**TASK TO COMPLETE**
If a line in the entries contains the string "left", include that line in your answer.

**RECORDS SUPPLIED**
= = =

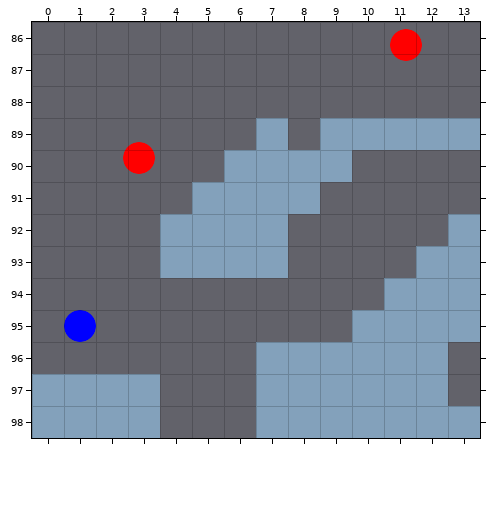
Level history. Tiled map: core/assets/maps/geometry.tmx. That is the earlier state.
Cells are 32x32 px. Shown: x 0..13, y 86..98.
After the commit:
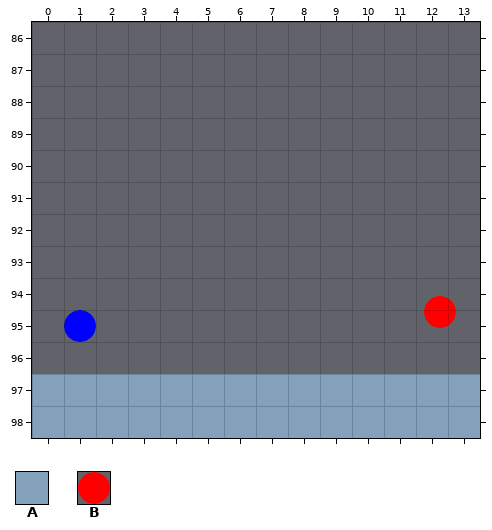
Key: from "level": A 0 "block", B 2 "red_circle".
_ is an empty cell, . an unchanged one.
Objects are placed by their top-left corner, in cells (3,4 is the top-left corner of cell 3,4); size is 1x1 cell unless given.
The exact change:
--- layer "Tile Layer 1"
@@ x 4..13 @@
-89 ...A.AAAAA
-90 ..AAAA....
-91 .AAAA.....
-92 AAAA.....A
-93 AAAA....AA
-94 .......AAA
-95 ......AAAA
-96 ...AAAAAA.
-97 ___......_
-98 ___.......
+89 ..._._____
+90 ..____....
+91 .____.....
+92 ____....._
+93 ____....__
+94 .......___
+95 ......____
+96 ...______.
+97 AAA......A
+98 AAA.......
--- layer "Actors"
-B "red_circle" at 11.2,86.2
+B "red_circle" at 12.2,94.6
-B "red_circle" at 2.8,89.8
Where, in picture pixels (left, top, right, bottom), the same in both pictures:
old place: (390, 29, 422, 61)
changed: (160, 118, 480, 438)
removed: (123, 142, 155, 174)

= = =

**SOLUTION TO THE PROBLEM**
Objects are placed by their top-left corner, in cells (3,4 is the top-left corner of cell 3,4); size is 1x1 cell unless given.
Where, in picture pixels (left, top, right, bottom), the same in both pictures:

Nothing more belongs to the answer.